Lenalidomide can be effective in treatment of MDS, particularly in patients with isolated 5q deletion, as well as in patients with 5q− with other karyotypic abnormalities (List et. al. NEJM355, 1456; 2006). However, there is little data for secondary MDS. We report two patients with chemotherapy-induced MDS with 5q−, both treated with lenalidomide, one of whom responded. Case 1: An 81-year-old female with multiple myeloma who had been treated with melphalan and prednisone developed worsening anemia despite continued biochemical remission of her myeloma. Three years after melphalan treatment, a bone marrow revealed MDS with only 2% plasma cells. Cytogenetics showed: 46, XX, del(5)(q13q33), del(14)(q1?3), add(22)(q13)[1]/46, sl, del(20)(q13.1) [9]/47, sdl1, +8[10]. The patient was transfusion dependent despite treatment with EPO. She was treated with lenalidomide 10 mg daily and began responding after eight weeks of therapy. Her anemia improved, and she became transfusion independent until her death 6 months later from infection.
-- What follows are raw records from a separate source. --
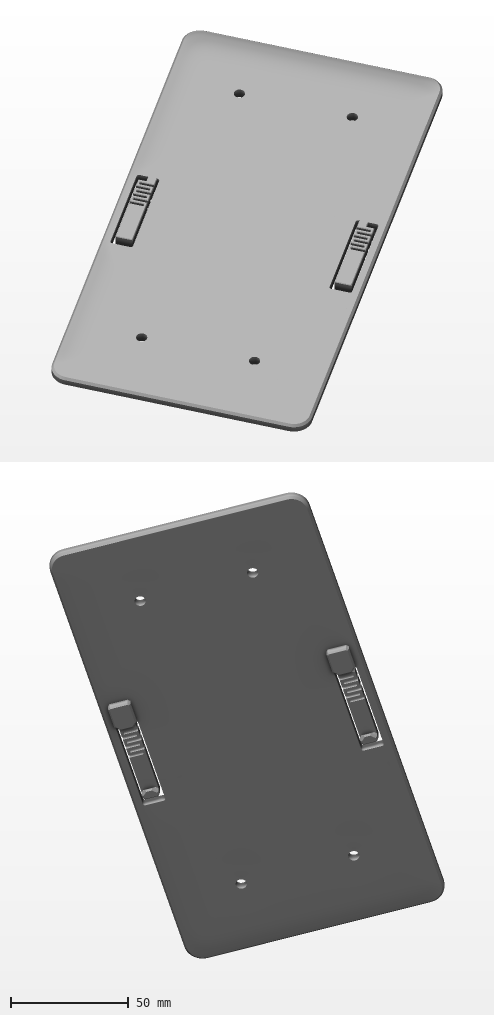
import cadquery as cq

plate_width = 115.0
plate_length = 215.0
plate_thickness = 4.6
plate_corner_radius = 8.0
plate_edge_chamfer = 1.0

hole_diameter = 4.8
hole_spacing_x = 50.0
hole_spacing_y = 150.0

rail_width = 34.6
clip_center_x = 48.5
window_width = 10.0
window_top_y = 17.0
window_end_y = -25.0
window_corner_radius = 1.0
latch_gap = 1.25
latch_width = window_width - 2 * latch_gap
latch_end_y = -20.7
latch_chamfer = 0.3

neck_width = 4.0
spring_top_y = 14.6
first_slot_y = 12.6
slot_width = 1.1
slot_pitch = 2.4
slot_count = 6
link_width = 1.1
slot_end_radius = 0.4

foot_depth = 3.0
lip_reach = 1.3
lip_start_depth = 1.0
lip_full_depth = lip_start_depth + lip_reach
foot_bottom_chamfer = 0.7
foot_corner_chamfer = 0.9
fixed_foot_back_y = 28.6


def box(x_min, x_max, y_min, y_max, z_min=0.0, z_max=plate_thickness):
    """Axis-aligned block between the given limits."""
    size = (x_max - x_min, y_max - y_min, z_max - z_min)
    return cq.Workplane("XY").box(*size, centered=False).translate((x_min, y_min, z_min))


def make_plate():
    """Rounded plate with bevelled rims and four through holes."""
    plate = cq.Workplane("XY").rect(plate_width, plate_length).extrude(plate_thickness)
    plate = plate.edges("|Z").fillet(plate_corner_radius)
    plate = plate.faces("<Z or >Z").chamfer(plate_edge_chamfer)
    holes = (
        cq.Workplane("XY")
        .rect(hole_spacing_x, hole_spacing_y, forConstruction=True)
        .vertices()
        .circle(hole_diameter / 2)
        .extrude(plate_thickness)
    )
    return plate.cut(holes)


def make_window():
    """Cutter for the rounded opening that surrounds one latch."""
    half_window = window_width / 2
    window = box(-half_window, half_window, window_end_y, window_top_y)
    return window.edges("|Z").fillet(window_corner_radius)


def make_latch():
    """Bar hanging from a neck at its +X side, with a zigzag spring cut into its root."""
    half_latch = latch_width / 2
    latch = box(-half_latch, half_latch, latch_end_y, spring_top_y)
    neck = box(half_latch - neck_width, half_latch, spring_top_y, window_top_y + latch_chamfer)
    latch = latch.union(neck)
    for index in range(slot_count):
        slot_y = first_slot_y - index * slot_pitch
        slot = box(link_width - half_latch, half_latch, slot_y - slot_width / 2, slot_y + slot_width / 2)
        slot = slot.edges("|Z and <X").fillet(slot_end_radius)
        opens_right = index % 2 == 0
        latch = latch.cut(slot if opens_right else slot.mirror("YZ"))
    return latch.faces(">Z").chamfer(latch_chamfer)


def make_foot(width, hook_y, back_y):
    """Foot below the plate with bevelled corners and a sloped lip reaching past the rail edge."""
    toward_rail = 1 if hook_y > back_y else -1
    lip_y = hook_y + toward_rail * lip_reach
    block = box(-width / 2, width / 2, min(lip_y, back_y), max(lip_y, back_y), -foot_depth, 0)
    lip_side, back_side = (">Y", "<Y") if toward_rail > 0 else ("<Y", ">Y")
    block = block.edges(f"|Z and {back_side}").chamfer(foot_corner_chamfer)
    block = block.edges(f"|Z and {lip_side}").chamfer(foot_corner_chamfer + lip_reach)
    block = block.faces("<Z").chamfer(foot_bottom_chamfer)
    rail_space = (
        cq.Workplane("YZ")
        .moveTo(hook_y, 0)
        .lineTo(hook_y, -lip_start_depth)
        .lineTo(lip_y, -lip_full_depth)
        .lineTo(lip_y, 0)
        .close()
        .extrude(width / 2, both=True)
    )
    return block.cut(rail_space)


def mirrored_pair(clip):
    """Place a clip feature near both long sides, mirrored about the YZ plane."""
    left = clip.translate((-clip_center_x, 0, 0))
    return left, left.mirror("YZ")


def add_clips(plate):
    """Cut both latches out of the plate and put the fixed and moving feet under it."""
    for window in mirrored_pair(make_window()):
        plate = plate.cut(window)
    for latch in mirrored_pair(make_latch()):
        plate = plate.union(latch)
    fixed_foot = make_foot(window_width, rail_width / 2, fixed_foot_back_y)
    moving_foot = make_foot(latch_width, -rail_width / 2, latch_end_y)
    for foot in mirrored_pair(fixed_foot) + mirrored_pair(moving_foot):
        plate = plate.union(foot)
    return plate


result = add_clips(make_plate())
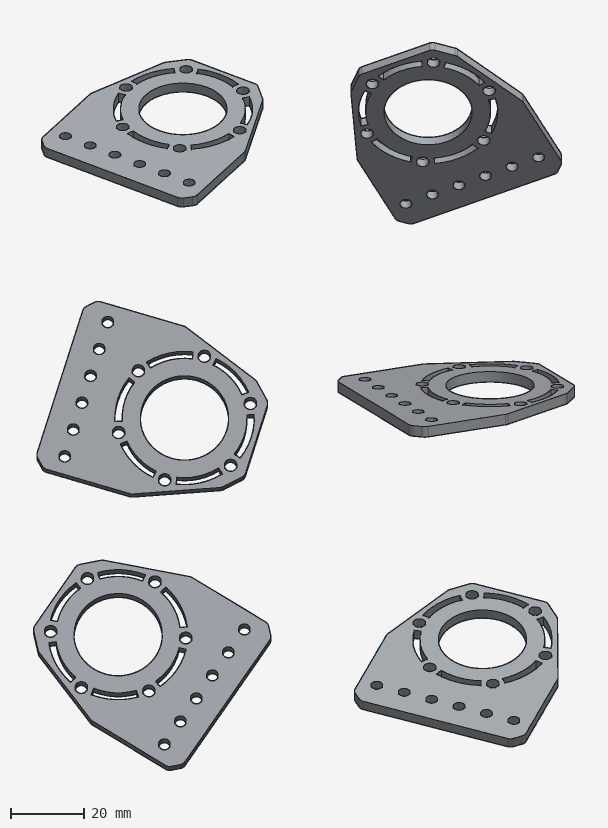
import cadquery as cq
import math

plate_width = 50.0
plate_length = 56.0
plate_thickness = 3.0
bore_to_top = 20.5
top_edge_width = 21.95
top_chamfer = 5.0
straight_side_length = 28.0
bottom_chamfer = 3.0
corner_radius = 2.0

bore_diameter = 24.0
ring_count = 6
ring_hole_diameter = 3.4
ring_hole_radius = 18.4
slot_inner_radius = 17.0
slot_outer_radius = 19.0
slot_sweep = 40.0

row_count = 6
row_pitch = 8.0
row_hole_diameter = 3.2
row_to_bottom = 7.5

half_width = plate_width / 2
top_y = bore_to_top
bottom_y = top_y - plate_length
ring_step = 360 / ring_count


def polar(radius, angle):
    """Point at a radius and an angle in degrees about the bore axis."""
    return radius * math.cos(math.radians(angle)), radius * math.sin(math.radians(angle))


def make_plate():
    """Tapered plate, symmetric about X = 0, with every outline corner rounded."""
    right_side = [
        (half_width - bottom_chamfer, bottom_y),
        (half_width, bottom_y + bottom_chamfer),
        (half_width, bottom_y + straight_side_length),
        (top_edge_width / 2 + top_chamfer, top_y - top_chamfer),
        (top_edge_width / 2, top_y),
    ]
    left_side = [(-x, y) for x, y in reversed(right_side)]
    plate = cq.Workplane("XY").polyline(right_side + left_side).close().extrude(plate_thickness)
    return plate.edges("|Z").fillet(corner_radius)


def make_holes(centers, diameter):
    """Through-hole cutters at the given centers."""
    return cq.Workplane("XY").pushPoints(centers).circle(diameter / 2).extrude(plate_thickness)


def make_arc_slot(middle_angle):
    """Cutter for one arc slot with radial ends, centered on an angle."""
    start_angle = middle_angle - slot_sweep / 2
    end_angle = middle_angle + slot_sweep / 2
    return (
        cq.Workplane("XY")
        .moveTo(*polar(slot_inner_radius, start_angle))
        .lineTo(*polar(slot_outer_radius, start_angle))
        .threePointArc(polar(slot_outer_radius, middle_angle), polar(slot_outer_radius, end_angle))
        .lineTo(*polar(slot_inner_radius, end_angle))
        .threePointArc(polar(slot_inner_radius, middle_angle), polar(slot_inner_radius, start_angle))
        .close()
        .extrude(plate_thickness)
    )


ring_centers = [polar(ring_hole_radius, i * ring_step) for i in range(ring_count)]
row_y = bottom_y + row_to_bottom
row_centers = [((i - (row_count - 1) / 2) * row_pitch, row_y) for i in range(row_count)]

result = make_plate()
result = result.cut(make_holes([(0, 0)], bore_diameter))
result = result.cut(make_holes(ring_centers, ring_hole_diameter))
result = result.cut(make_holes(row_centers, row_hole_diameter))

for i in range(ring_count):
    result = result.cut(make_arc_slot((i + 0.5) * ring_step))

Figure 1. HCT before and after lenalidomide treatment (patient 1) Figure 1. HCT before and after lenalidomide treatment (patient 1)
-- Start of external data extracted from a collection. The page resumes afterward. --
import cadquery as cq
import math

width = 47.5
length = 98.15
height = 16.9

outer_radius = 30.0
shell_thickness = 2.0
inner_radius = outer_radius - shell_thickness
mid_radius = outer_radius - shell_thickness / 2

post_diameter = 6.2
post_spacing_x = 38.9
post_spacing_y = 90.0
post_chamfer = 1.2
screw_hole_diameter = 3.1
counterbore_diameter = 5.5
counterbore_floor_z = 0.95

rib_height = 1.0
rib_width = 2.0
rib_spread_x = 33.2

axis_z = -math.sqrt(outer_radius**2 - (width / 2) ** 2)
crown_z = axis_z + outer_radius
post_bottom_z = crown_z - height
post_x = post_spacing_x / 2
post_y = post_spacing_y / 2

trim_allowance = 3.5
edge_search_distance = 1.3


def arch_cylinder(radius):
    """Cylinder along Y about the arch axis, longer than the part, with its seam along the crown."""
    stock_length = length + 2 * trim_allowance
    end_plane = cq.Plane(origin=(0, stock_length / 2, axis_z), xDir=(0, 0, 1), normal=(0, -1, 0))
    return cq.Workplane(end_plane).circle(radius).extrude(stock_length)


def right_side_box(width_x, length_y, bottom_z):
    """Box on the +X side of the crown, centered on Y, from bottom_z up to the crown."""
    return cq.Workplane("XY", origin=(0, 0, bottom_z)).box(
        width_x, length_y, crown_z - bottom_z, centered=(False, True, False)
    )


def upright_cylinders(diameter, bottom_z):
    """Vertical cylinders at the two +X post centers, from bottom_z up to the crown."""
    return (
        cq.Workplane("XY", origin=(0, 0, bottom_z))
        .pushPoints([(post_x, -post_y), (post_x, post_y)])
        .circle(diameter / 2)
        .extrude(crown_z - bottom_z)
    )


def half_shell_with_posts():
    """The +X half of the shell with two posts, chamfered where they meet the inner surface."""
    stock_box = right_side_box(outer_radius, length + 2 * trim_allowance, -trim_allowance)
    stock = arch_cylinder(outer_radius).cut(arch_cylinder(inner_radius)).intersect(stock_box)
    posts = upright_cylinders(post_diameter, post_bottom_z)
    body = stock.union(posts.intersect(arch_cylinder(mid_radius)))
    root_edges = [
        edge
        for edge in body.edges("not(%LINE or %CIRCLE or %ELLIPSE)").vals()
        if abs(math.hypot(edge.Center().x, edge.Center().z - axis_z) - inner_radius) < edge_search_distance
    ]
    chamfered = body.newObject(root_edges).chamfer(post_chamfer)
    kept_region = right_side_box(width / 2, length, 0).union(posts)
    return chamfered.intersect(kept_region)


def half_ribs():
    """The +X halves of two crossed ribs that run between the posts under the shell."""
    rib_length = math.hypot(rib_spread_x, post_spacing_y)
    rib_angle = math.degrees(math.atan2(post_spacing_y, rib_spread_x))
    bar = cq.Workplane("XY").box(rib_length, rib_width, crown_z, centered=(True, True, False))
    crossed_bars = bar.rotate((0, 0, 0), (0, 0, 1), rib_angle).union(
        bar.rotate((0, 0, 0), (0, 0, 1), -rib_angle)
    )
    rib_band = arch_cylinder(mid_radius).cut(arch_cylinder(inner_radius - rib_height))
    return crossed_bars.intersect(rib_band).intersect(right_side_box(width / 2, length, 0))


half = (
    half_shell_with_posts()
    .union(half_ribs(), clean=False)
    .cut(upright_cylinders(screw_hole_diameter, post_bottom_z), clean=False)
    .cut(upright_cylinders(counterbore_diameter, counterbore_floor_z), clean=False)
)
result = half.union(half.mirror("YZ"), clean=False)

Case 2: A 54-year-old male developed MDS after multiple therapies for low grade non-Hodgkins lymphoma, including rituximab, ibritumomab tiuxetan, chlorambucil, and CHOP. While in remission for lymphoma, he developed pancytopenia. A bone marrow revealed no lymphoma, but demonstrated evidence of MDS. Cytogenetics showed: 46, XY, del (5)(q13q33) [3]/44, idem, −7, add(19)(q13), −21[3]/46, XY [14]. The patient was transfusion dependent. He was treated with lenalidomide 10mg daily, demonstrating no significant benefit after 10 weeks. We report that one of our two patients with secondary MDS and 5q− responded to lenalidomide with a resolution of her transfusion requirement. Two prior cases of improvement in secondary MDS with 5q− after lenalidomide treatment have been reported (Melchert et. al. Leukemia21: 1576–78, 2007). Lenalidomide is active in some cases of secondary MDS with 5q−. Further studies are needed to better define the activity of lenalidomide in secondary MDS with and without 5q−.